‘Misguided’ hacker who gave ISIL ‘hit-list’ of U.S. military targets sentenced to 20 years

by WorldTribune Staff, September 25, 2016

A 20-year-old native of Kosovo who provided Islamic State of Iraq and Levant (ISIL) a list of more than 1,000 U.S. government workers has been sentenced to 20 years in prison.

Ardit Ferizi, who was arrested last year in Malaysia, admitted hacking a private company and pulling out the names, email passwords and phone numbers of about 1,300 people with .gov and .mil addresses. ISIL published the names and threatened attacks on those listed.

Ardit Ferizi
Ardit Ferizi

“This was a hit-list,” assistant U.S. attorney Brandon Van Grack said. “The point was to find these individuals and hit them, to ‘strike at their necks,’ ” he said, quoting the language ISIL used when it published the names.

As a teenager, Ferizi avoided jail time for hacking into Kosovar government databases. He went to Malaysia to study cybersecurity, but continued his hacking activities.

In asking for a much lighter sentence, six years, defense lawyers had argued that Ferizi meant no real harm and was not a true ISIL supporter.

“He was a nonsensical, misguided teenager who did not know what he was doing,” said public defender Elizabeth Mullin. “He has never embraced ISIL’s ideology.”

Van Grack disputed the defense’s claim that Ferizi’s crime was a whim. Before turning over the names to the “Islamic State hacking division” last year, he operated a website devoted to disseminating ISIL propaganda. In online conversations, Ferizi defended ISIL, and when he gave the list to the terror group, he knew he was putting the people named in ISIL’s crosshairs, Van Grack said.

“The defendant’s conduct has indefinitely put the lives of 1,300 military members and government workers at risk.”

Ferizi, when asked directly by U.S. district judge Leonie Brinkema for an explanation, said “I feel so bad for what I did. I am very sorry for what I did, making people feel scared.”

Van Grack quoted a letter from one of the victims, who said she had an easily identifiable name and was now nervous when she interacted with Muslims, something she felt guilty about.

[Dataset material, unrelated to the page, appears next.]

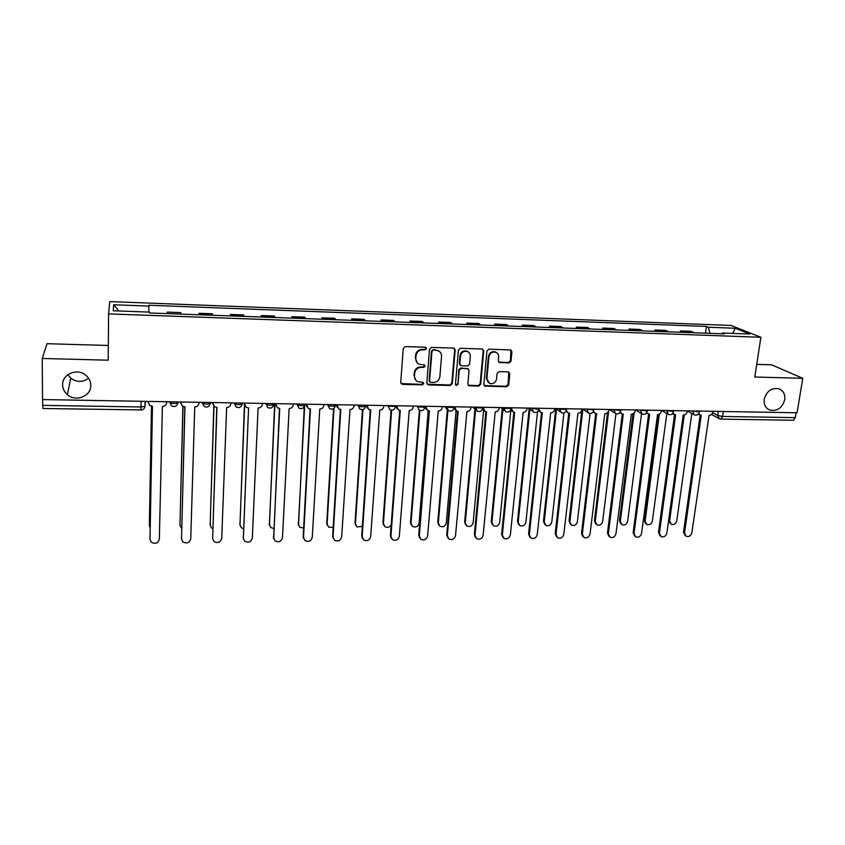 <?xml version="1.0" encoding="UTF-8"?>
<svg xmlns="http://www.w3.org/2000/svg" width="845" height="845" viewBox="0 0 845 845"><rect width="100%" height="100%" fill="white"/><g stroke="black" fill="none" stroke-linecap="round" stroke-linejoin="round"><path stroke-width="1.27" d="M426.514 348.584L425.31 347.221L405.294 346.598L403.255 348.446L400.741 382.479L402.474 384.401L422.331 384.845L423.746 383.567L423.039 382.341L417.715 381.655C415.476 380.493 414.399 378.623 414.472 376.036L414.684 373.226C415.328 369.582 417.483 367.628 421.137 367.364L423.715 367.427L425.119 366.149L424.391 364.892L419.194 364.248C416.87 363.096 415.751 361.185 415.814 358.523L416.036 355.682C416.691 352.016 418.845 350.052 422.521 349.798L425.098 349.872L426.514 348.584M417.335 362.938L415.37 358.1L415.592 355.27C416.236 351.604 418.391 349.65 422.067 349.386L424.634 349.471L426.049 348.182L425.838 347.358M401.005 383.577L421.887 384.38L423.134 382.394M415.835 380.25L414.029 375.592L414.251 372.782C414.884 369.149 417.039 367.195 420.694 366.931L423.26 366.994L424.665 365.716L424.486 364.945M764.197 399.294C763.669 404.67 765.591 408.283 769.985 410.142C777.379 411.346 782.29 407.871 784.72 399.717C785.29 394.256 783.304 390.601 778.794 388.763C771.422 387.675 766.563 391.193 764.197 399.294M62.625 384.781C62.72 388.689 64.304 391.974 67.389 394.668C75.786 402.336 91.239 396.157 90.774 385.362C90.69 381.211 88.936 377.757 85.514 375.011C77.001 367.881 62.118 374.208 62.625 384.781M67.864 374.684L70.737 378.127C76.768 382.436 82.725 382.5 88.619 378.306M509.039 362.917L511.014 361.121L511.933 351.752L510.855 349.946L488.928 349.186L486.931 350.992L483.836 384.369L484.84 386.112L506.704 386.725L508.679 384.94L509.778 373.754L508.162 371.863L499.078 371.631L497.092 373.427L496.564 379.004C495.571 382.806 493.258 384.295 489.593 383.45L486.9 378.771L488.949 356.812C489.889 353.041 492.16 351.531 495.783 352.27C497.789 353.178 498.751 354.784 498.656 357.086L498.307 360.762L499.353 362.547L509.039 362.917L508.458 362.494L510.433 360.699L510.908 349.967M760.891 337.271L754.796 377.039L802.75 378.296L797.088 412.782L42.514 399.558L42.25 358.47L108.202 360.192L108.582 313.896L760.891 337.271L731.094 325.462L109.734 301.591L108.582 313.896M455.17 350.031L453.49 348.087L431.531 347.411L429.513 349.249L426.809 383.07L428.51 384.982L450.3 385.468L452.297 383.651L455.17 350.031L454.261 348.298M460.419 348.298L482.083 348.974L483.741 350.897L480.668 384.306L478.682 386.102L468.848 385.753L467.845 384.01L469.059 370.48L467.391 368.578L461.254 368.409L459.247 370.226L458.022 384.338L456.163 385.51L455.455 384.285L458.412 350.126L460.419 348.298M108.318 345.478L47.014 343.693L42.25 358.47M802.75 378.296L771.591 364.818L756.74 364.385M796.085 412.761L795.282 417.641L793.381 420.261L720.848 419.12L722.581 416.458L795.282 417.641M43.01 408.367L42.694 405.368L141.03 406.973L145.002 406.339L145.308 401.364M42.662 399.558L42.694 405.368M181.041 314.118L167.458 313.622M167.416 313.199L167.236 312.111L167.204 313.611M180.988 313.696L180.735 312.608L167.236 312.111M198.987 314.773L199.029 313.284L199.452 314.784M212.856 315.269L212.359 313.77L199.029 313.284M230.347 315.914L230.4 314.435L231.002 315.935M244.226 316.41L243.55 314.91L230.4 314.435M261.295 317.033L261.358 315.565L262.14 317.065M275.185 317.54L274.329 316.041L261.358 315.565M291.821 318.142L291.895 316.685L292.845 318.185M305.721 318.649L304.696 317.15L291.895 316.685M321.945 319.241L322.029 317.794L323.16 319.283M335.856 319.748L334.662 318.248L322.029 317.794M351.678 320.318L351.774 318.882L353.062 320.371M365.6 320.825L364.237 319.336L351.774 318.882M381.021 321.385L381.116 319.959L382.574 321.438M394.942 321.892L393.421 320.403L381.116 319.959M409.983 322.441L410.089 321.015L411.705 322.494M423.915 322.938L422.236 321.459L410.089 321.015M438.576 323.477L438.692 322.061L440.456 323.54M452.508 323.984L450.681 322.505L438.692 322.061M466.799 324.501L466.926 323.096L468.838 324.575M480.731 325.008L478.756 323.529L466.926 323.096M494.663 325.515L494.8 324.121L496.86 325.589M508.605 326.022L506.482 324.554L494.8 324.121M522.178 326.508L522.316 325.135L524.513 326.603M536.121 327.015L533.86 325.557L522.316 325.135M549.345 327.501L549.493 326.128L551.827 327.585M563.288 328.008L560.89 326.55L549.493 326.128M576.174 328.473L576.332 327.11L578.804 328.568M590.106 328.98L587.581 327.522L576.332 327.11M602.675 329.434L602.834 328.082L605.432 329.539M616.607 329.941L613.945 328.494L602.834 328.082M628.849 330.384L629.007 329.043L631.743 330.49M642.77 330.891L639.992 329.444L629.007 329.043M654.695 331.325L654.864 329.994L657.716 331.441M668.617 331.832L665.712 330.384L654.864 329.994M680.225 332.254L680.405 330.923L683.383 332.37M694.146 332.761L691.125 331.314L680.405 330.923M709.958 333.331L708.311 327.237L735.245 328.251L749.769 334.029L722.274 333.025L724.281 333.859L149.47 312.967L149.396 312.101L113.23 310.78L113.674 304.76L148.868 306.091L148.857 312.08M708.311 327.237L706.399 326.445L148.794 305.267L148.868 306.091M705.459 333.173L706.399 326.445M722.274 333.025L721.704 333.764M113.674 304.76L118.944 310.992M732.678 333.405L735.245 328.251M427.105 384.221L449.815 385.014L451.8 383.197L454.673 349.629M433.369 350.126L431.964 351.404L429.566 381.084L430.274 382.31L433.453 382.479C437.076 382.204 439.21 380.261 439.865 376.659L441.534 356.421C441.629 353.696 440.467 351.763 438.08 350.633L432.904 349.714L431.489 351.002L431.964 351.404M429.735 381.813L429.112 380.63L431.489 351.002M439.337 351.34L436.083 350.21M432.904 349.714L435.608 349.798M468.183 385.225L478.154 385.647L480.129 383.852L483.203 350.495L482.759 349.133M468.162 368.779L460.736 367.987L458.75 369.793L458.022 384.338M455.624 385.035L457.525 383.883M470.316 356.358C470.401 354.066 469.44 352.46 467.433 351.531C463.736 350.738 461.423 352.259 460.483 356.072L459.807 363.889L461.476 365.8L467.623 365.969L469.619 364.153L470.316 356.358M468.288 351.974L466.915 351.119C463.218 350.337 460.916 351.847 459.976 355.661L460.483 356.072M460.176 365.167L459.3 363.466L459.976 355.661M498.719 362.093L508.458 362.494M496.501 352.629L495.223 351.869C491.61 351.129 489.329 352.64 488.399 356.4L488.949 356.812M488.252 382.563L486.35 378.328L488.399 356.4M484.185 385.605L506.134 386.281L508.099 384.486L508.806 372.011M151.572 406.255L149.396 525.548L150.156 527.903M149.375 525.167L151.508 406.244M148.033 401.407L149.628 405.452L152.459 406.297L150.009 539.216L151.192 542.089C155.258 544.36 157.973 543.367 159.346 539.099L162.398 406.466C164.933 406.265 166.349 404.987 166.655 402.6L166.676 401.734M149.987 538.793L152.396 406.297M148.012 402.178L147.981 401.407M182.985 406.477L179.974 525.284L181.675 528.547M179.974 525.379L182.869 406.424M213.996 406.35L210.162 525.009L211.451 527.967L212.771 528.769M210.173 525.379L213.817 406.181M180.608 401.977L182.256 406.075L184.939 406.836L181.538 538.846L182.795 541.803C186.777 543.927 189.428 542.902 190.748 538.73L194.741 407.005C197.234 406.804 198.649 405.526 198.966 403.16L198.987 402.304M181.538 538.93L184.802 406.836M180.598 403.192L180.481 401.977M212.729 402.537L214.429 406.677L216.964 407.364L212.644 538.476L213.965 541.518C217.873 543.493 220.46 542.448 221.739 538.371L226.64 407.522C229.101 407.332 230.505 406.065 230.833 403.709L230.865 402.864M212.644 538.846L216.764 407.364M212.75 404.132L212.539 402.537M244.649 405.463L239.969 524.745L241.311 527.776L243.455 528.727M239.991 525.379L244.427 404.649M274.952 403.635L269.386 524.481L270.78 527.565L273.738 528.474M269.449 525.368L274.636 403.625M296.616 404.016L296.954 404.66C299.172 405.811 301.749 406.001 304.707 405.23L298.433 524.227L299.869 527.354L303.64 528.04M298.538 525.326L304.263 406.646M243.371 538.751L248.567 407.892L243.339 538.117L244.723 541.222C248.546 543.06 251.081 541.994 252.317 538.011L258.095 408.04C260.535 407.85 261.929 406.593 262.267 404.259L262.309 403.414M244.501 405.019L244.163 403.097M244.416 403.097L246.159 407.269L248.261 407.882M275.681 403.646L277.445 407.839L279.727 408.399L273.632 537.758L275.058 540.916C278.808 542.648 281.29 541.56 282.483 537.652L289.138 408.558C291.546 408.367 292.919 407.11 293.278 404.797L293.321 403.952M273.695 538.645L279.399 408.399M275.84 405.864L275.354 403.635M306.513 404.185L308.309 408.399L310.474 408.906L303.524 537.409L305.003 540.61C308.678 542.236 311.097 541.127 312.27 537.304L319.759 409.064C322.135 408.874 323.508 407.628 323.867 405.325L323.92 404.491M303.63 538.518L303.186 536.522L310.083 408.906M306.756 406.656L306.122 404.174M333.986 408.325L327.121 523.974L328.599 527.143L333.173 527.386M327.268 525.284L326.74 523.15L333.532 408.653M336.933 404.723L338.75 408.938L340.82 409.413L333.036 537.061L334.546 540.304C338.148 541.825 340.524 540.705 341.665 536.955L349.978 409.561C352.323 409.371 353.685 408.135 354.055 405.853L354.108 405.019M333.183 538.381L332.645 536.184L340.355 409.402M337.271 407.406L336.479 404.713M362.97 409.529L355.439 523.72L356.949 526.931L362.347 526.435M355.65 525.22L355.016 522.907L362.473 409.656M366.952 405.241L368.779 409.476L370.754 409.899L362.167 536.712L363.709 539.997C367.237 541.423 369.561 540.293 370.68 536.617L379.785 410.057C382.098 409.867 383.45 408.631 383.841 406.371L383.905 405.537M362.368 538.233L361.713 535.846L370.226 409.888M367.374 408.114L366.445 405.23M391.615 410.205L383.408 523.477L384.95 526.71C387.506 527.945 389.587 527.322 391.214 524.829M383.672 525.136L382.933 522.664L391.077 410.142M396.58 405.758L398.407 409.994L400.287 410.395L390.918 536.374L392.492 539.691C395.956 541.032 398.227 539.892 399.326 536.279L409.212 410.543C411.494 410.353 412.835 409.128 413.237 406.878L413.3 406.054M391.172 538.064L390.411 535.519L399.706 410.374M397.065 408.79L395.999 405.748M419.923 410.459L411.04 523.224L412.603 526.488C415.898 527.724 418.074 526.615 419.12 523.161L428.193 410.723M411.346 525.041L410.512 522.421L419.342 410.184L417.441 406.751L424.887 407.332M425.806 406.276L427.644 410.512L429.44 410.871L419.31 536.036L420.905 539.385C424.296 540.642 426.535 539.501 427.612 535.941L438.249 411.019C440.498 410.828 441.84 409.614 442.252 407.374L442.315 406.561M419.616 537.874L418.75 535.181L428.806 410.839M426.366 409.424L425.183 406.265M447.913 410.343L438.323 522.992L439.907 526.266C443.15 527.438 445.273 526.319 446.297 522.918L456.057 410.754M438.692 524.925L437.752 522.189L447.311 409.762M454.663 406.783L456.501 411.008L458.212 411.346L447.332 535.709L448.959 539.068C452.286 540.261 454.473 539.11 455.529 535.614L466.905 411.494C469.133 411.304 470.464 410.1 470.887 407.871L470.961 407.068M447.702 537.684L446.73 534.864L457.525 411.314M455.286 410.026L453.987 407.86M475.608 409.667L465.268 522.749L466.873 526.044C470.052 527.153 472.144 526.023 473.158 522.675L483.615 410.459M465.69 524.798L464.655 521.946L474.953 409.064M483.139 407.279L484.977 411.504L486.614 411.811L475.017 535.381L476.654 538.761C479.907 539.881 482.062 538.73 483.108 535.286L495.191 411.959C497.399 411.768 498.719 410.575 499.141 408.367L499.226 407.565M475.429 537.473L474.362 534.536L485.875 411.768M483.815 410.607L482.527 408.874M502.933 409.371L491.896 522.516L493.512 525.822C496.628 526.868 498.687 525.738 499.691 522.442L510.855 410.015M492.36 524.66L491.241 521.724L502.236 408.769M511.257 407.776L513.073 411.99L514.658 412.275L502.342 535.065L504 538.455C507.19 539.511 509.303 538.349 510.338 534.969L523.118 412.413C525.294 412.233 526.604 411.04 527.048 408.853L527.132 408.05M502.807 537.251L501.645 534.23L513.855 412.223M511.964 411.166L510.718 409.74M529.921 409.191L518.196 522.273L519.833 525.601C522.886 526.583 524.914 525.453 525.896 522.21L537.536 411.758M518.703 524.523L517.499 521.492L529.181 408.589M530.935 408.114L538.899 409.402L540.821 412.466L542.332 412.73L529.34 534.748L530.998 538.149C534.135 539.152 536.216 537.98 537.23 534.653L550.687 412.867C552.841 412.687 554.14 411.504 554.595 409.329L554.679 408.536M529.836 537.029L528.59 533.913L541.487 412.666M539.754 411.705L538.54 410.501M556.57 409.107L544.191 522.052L545.828 525.379C548.827 526.308 550.813 525.178 551.796 521.978L563.942 412.867M544.729 524.365L543.441 521.27L555.778 408.558M566.34 410.501L568.21 412.93L569.657 413.184L555.999 534.431L557.668 537.842C560.742 538.793 562.781 537.621 563.795 534.336L577.917 413.321C580.04 413.142 581.328 411.969 581.793 409.793L581.878 409.012M556.528 536.786L555.207 533.607L568.759 413.11M567.175 412.223L566.023 411.198M582.892 409.086L569.868 521.819L571.505 525.157C574.452 526.044 576.417 524.903 577.378 521.756L590.085 413.48M570.438 524.196L569.076 521.048L582.004 409.012M593.454 411.314L595.239 413.395L596.644 413.627L582.332 534.125L584.001 537.536C587.021 538.434 589.028 537.262 590.032 534.029L604.788 413.765C606.89 413.585 608.178 412.413 608.643 410.269L608.738 409.476M582.892 536.543L581.497 533.301L595.704 413.543M594.246 412.73L593.148 411.864M608.854 409.487L595.239 521.597L596.876 524.935C599.781 525.77 601.703 524.639 602.665 521.523L615.942 413.744M595.841 524.037L594.415 520.826L607.534 412.571M620.23 412.033L621.941 413.849L623.293 414.071L608.337 533.818L610.016 537.23C612.974 538.085 614.959 536.913 615.952 533.723L631.331 414.198C633.412 414.018 634.69 412.867 635.165 410.723L635.26 409.941M608.939 536.29L607.47 532.994L622.3 413.965M620.969 413.216L619.934 412.487M634.109 412.962L620.314 521.376L621.952 524.713C624.804 525.505 626.705 524.375 627.655 521.302L641.524 413.712M620.938 523.858L619.448 520.604L633.011 413.796M646.678 412.687L649.604 414.504L634.035 533.512L635.704 536.934C638.619 537.737 640.573 536.564 641.556 533.427L657.547 414.631C659.607 414.451 660.874 413.3 661.36 411.177L661.455 410.406M634.658 536.036L633.127 532.699L648.569 414.388M647.376 413.712L646.383 413.078M659.322 414.166L645.094 521.154L646.731 524.491C649.53 525.252 651.4 524.111 652.351 521.09L666.832 413.532M645.738 523.678L644.196 520.393L658.234 414.578M672.789 413.311L675.588 414.937L659.427 533.216L661.086 536.628C663.948 537.399 665.871 536.226 666.853 533.121L683.436 415.064C685.464 414.884 686.731 413.744 687.228 411.631L687.334 410.86L693.523 414.441M660.061 535.783L658.466 532.413L674.511 414.8M673.486 414.23L672.514 413.649M684.281 414.969L669.589 520.932L671.226 524.27C673.972 524.998 675.82 523.858 676.76 520.869L691.823 413.458M670.243 523.499L668.648 520.182L683.193 415.053M698.583 413.902L701.255 415.36L684.513 532.92L686.172 536.332C688.981 537.061 690.872 535.899 691.844 532.836L709.018 415.486C711.015 415.307 712.272 414.166 712.768 412.064L712.884 411.304M685.158 535.519L683.51 532.118L700.146 415.201M699.259 414.715L698.319 414.198M712.631 412.677L717.627 415.465L722.581 416.458L723.309 411.483M718.229 411.399L717.627 415.465L719.433 418.824L720.384 418.993M668.025 331.441L657.146 331.039M642.211 330.501L631.183 330.099M616.068 329.55L604.904 329.138M589.599 328.578L578.297 328.166M562.802 327.606L551.352 327.184M535.656 326.614L524.069 326.191M508.172 325.61L496.437 325.188M480.33 324.596L468.447 324.163M452.138 323.572L440.097 323.139M423.577 322.536L411.378 322.093M394.636 321.48L382.278 321.026M365.325 320.413L352.798 319.959M335.613 319.325L322.927 318.871M305.51 318.238L292.655 317.762M275.005 317.118L261.982 316.643M244.089 315.998L230.886 315.512M212.75 314.858L199.367 314.361M693.534 332.37L682.781 331.979M691.442 410.934L699.417 411.895M692.583 410.955L694.326 414.916C696.85 415.624 698.53 414.737 699.364 412.244L699.533 411.071M665.533 410.48L673.507 411.42M666.62 410.49L668.384 414.472C670.919 415.212 672.609 414.314 673.454 411.79L673.613 410.617M639.285 410.015L647.259 410.945M640.33 410.036L642.115 414.029C644.672 414.789 646.372 413.881 647.217 411.325L647.365 410.152M612.71 409.55L620.695 410.459M613.702 409.571L615.509 413.575C618.086 414.356 619.797 413.448 620.642 410.85L620.79 409.688M585.796 409.075L593.792 409.962M586.747 409.096L588.564 413.12C591.162 413.923 592.884 413.015 593.739 410.374L593.877 409.223M558.545 408.6L559.369 409.223L566.541 409.466M559.443 408.621L561.281 412.645C563.89 413.49 565.632 412.571 566.488 409.888L566.625 408.748M531.78 408.135L533.628 412.17C536.269 413.047 538.022 412.128 538.899 409.402L538.941 408.959M502.976 407.628L503.704 408.251L510.993 408.441M503.768 407.639L505.627 411.695C508.289 412.603 510.063 411.673 510.94 408.906L511.056 407.765M474.647 407.132L475.323 407.765L482.675 407.924M475.376 407.142L477.245 411.198C479.949 412.149 481.734 411.219 482.632 408.399L482.727 407.269M445.949 406.625L446.572 407.258L453.987 407.396M446.625 406.635L448.494 410.702C451.23 411.695 453.047 410.754 453.945 407.892L454.04 406.772M416.87 406.118L417.441 406.751L417.493 406.128M387.401 405.6L387.918 406.244L395.523 406.371M387.961 405.611L389.83 409.677C392.64 410.765 394.509 409.825 395.439 406.846L395.513 405.748M357.541 405.082L358.005 405.727C360.287 406.846 362.822 407.036 365.6 406.318L365.716 405.853M358.048 405.093L359.896 409.138C362.748 410.29 364.649 409.35 365.6 406.318L365.674 405.22M327.279 404.544L327.68 405.199C329.93 406.329 332.497 406.529 335.359 405.78L335.497 405.325M327.723 404.554L329.561 408.6C332.465 409.814 334.398 408.874 335.359 405.78L335.423 404.692M296.986 404.016L298.803 408.05C301.76 409.339 303.725 408.399 304.707 405.23L304.876 404.797M265.52 403.466L265.805 404.121C267.981 405.283 270.601 405.473 273.653 404.67L273.833 404.259M265.826 403.477L267.622 407.48C270.622 408.853 272.639 407.913 273.653 404.67L273.695 403.614M242.388 403.065L242.166 404.111C239.008 404.935 236.357 404.755 234.223 403.572L234.002 402.917M234.245 402.917L235.998 406.899C239.061 408.357 241.121 407.427 242.166 404.111L242.209 403.054M210.479 402.505L210.247 403.53C206.983 404.385 204.3 404.216 202.198 403.012L202.05 402.357M202.219 402.357L203.93 406.308C207.057 407.86 209.169 406.941 210.247 403.53L210.278 402.495M178.115 401.935L177.883 402.949C174.514 403.836 171.788 403.667 169.739 402.452L169.655 401.787M169.75 401.787L171.408 405.695C174.609 407.364 176.763 406.456 177.883 402.949L177.904 401.935M210.447 403.308L209.116 405.949M242.346 403.921L241.226 406.287M273.812 404.523L272.903 406.582M335.454 405.695L334.99 407.026M365.663 406.265L365.389 407.163M141.126 401.291L140.946 410.036C143.227 409.867 144.579 408.631 145.002 406.339L145.087 401.354M140.935 409.909L42.937 408.505M483.203 350.495L483.741 350.897M480.129 383.852L480.668 384.306M478.154 385.647L478.682 386.102M499.374 362.241L499.934 362.663M486.35 378.328L486.9 378.771M509.197 373.31L509.778 373.754M508.099 384.486L508.679 384.94M506.134 386.281L506.704 386.725M484.935 385.795L485.474 386.249M511.352 351.351L511.933 351.752M510.433 360.699L511.014 361.121M149.354 524.692L149.396 525.548M148.012 402.273L147.981 401.618M150.009 539.216L149.966 538.297M179.879 524.428L179.974 525.284M210.014 524.164L210.162 525.009M180.587 402.843L180.481 402.188M181.538 538.846L181.432 537.938M212.708 403.403L212.539 402.748M212.644 538.476L212.475 537.578M239.758 523.9L239.969 524.745M269.122 523.646L269.386 524.481M298.116 523.393L298.433 524.227M244.385 403.952L244.152 403.297M243.339 538.117L243.117 537.219M275.639 404.491L275.343 403.847M273.632 537.758L273.347 536.871M306.471 405.03L306.112 404.385M303.524 537.409L303.186 536.522M326.74 523.15L327.121 523.974M336.891 405.547L336.468 404.913M333.036 537.061L332.645 536.184M355.016 522.907L355.439 523.72M366.899 406.075L366.424 405.442M362.167 536.712L361.713 535.846M382.933 522.664L383.408 523.477M396.516 406.582L395.988 405.959M390.918 536.374L390.411 535.519M410.512 522.421L411.04 523.224M425.743 407.089L425.162 406.466M419.31 536.036L418.75 535.181M437.752 522.189L438.323 522.992M454.589 407.596L454.018 407.026M447.332 535.709L446.73 534.864M464.655 521.946L465.268 522.749M475.017 535.381L474.362 534.536M491.241 521.724L491.896 522.516M502.342 535.065L501.645 534.23M517.499 521.492L518.196 522.273M529.34 534.748L528.59 533.913M543.441 521.27L544.191 522.052M555.999 534.431L555.207 533.607M569.076 521.048L569.868 521.819M582.332 534.125L581.497 533.301M594.415 520.826L595.239 521.597M608.337 533.818L607.47 532.994M619.448 520.604L620.314 521.376M634.035 533.512L633.127 532.699M644.196 520.393L645.094 521.154M659.427 533.216L658.466 532.413M668.648 520.182L669.589 520.932M684.513 532.92L683.51 532.118M767.936 409.107L769.985 410.142M70.737 378.127L67.389 394.668M304.77 404.153L304.707 405.23M424.972 406.265L424.877 407.374C423.968 410.29 422.13 411.23 419.352 410.195M539.015 408.262L538.899 409.402M444.449 406.603L446.878 409.064M472.841 407.1L475.735 409.793M500.874 407.586L504.211 410.48M528.537 408.072L532.329 411.124M555.841 408.558L560.066 411.737M582.807 409.022L587.455 412.328M609.435 409.498L614.484 412.888M635.725 409.952L641.165 413.427M661.688 410.406L667.508 413.944M718.672 418.402L711.574 414.409M498.793 362.125L499.353 362.547M495.223 351.869L495.783 352.27M484.301 385.669L484.84 386.112"/></g></svg>

And Van Grack cited another terrorism case in northern Virginia, in which the defendant, Haris Qamar, allegedly used a hit-list, similar to the one Ferizi created, to stake out the homes of two neighbors in the town of Burke.

Mullin countered that no one on the list has actually been harmed, and said much of the information Ferizi helped disseminate was already publicly available.

Ferizi met an ISIL recruiter on the Internet while he was trying to expose online pedophiles, his lawyers claimed.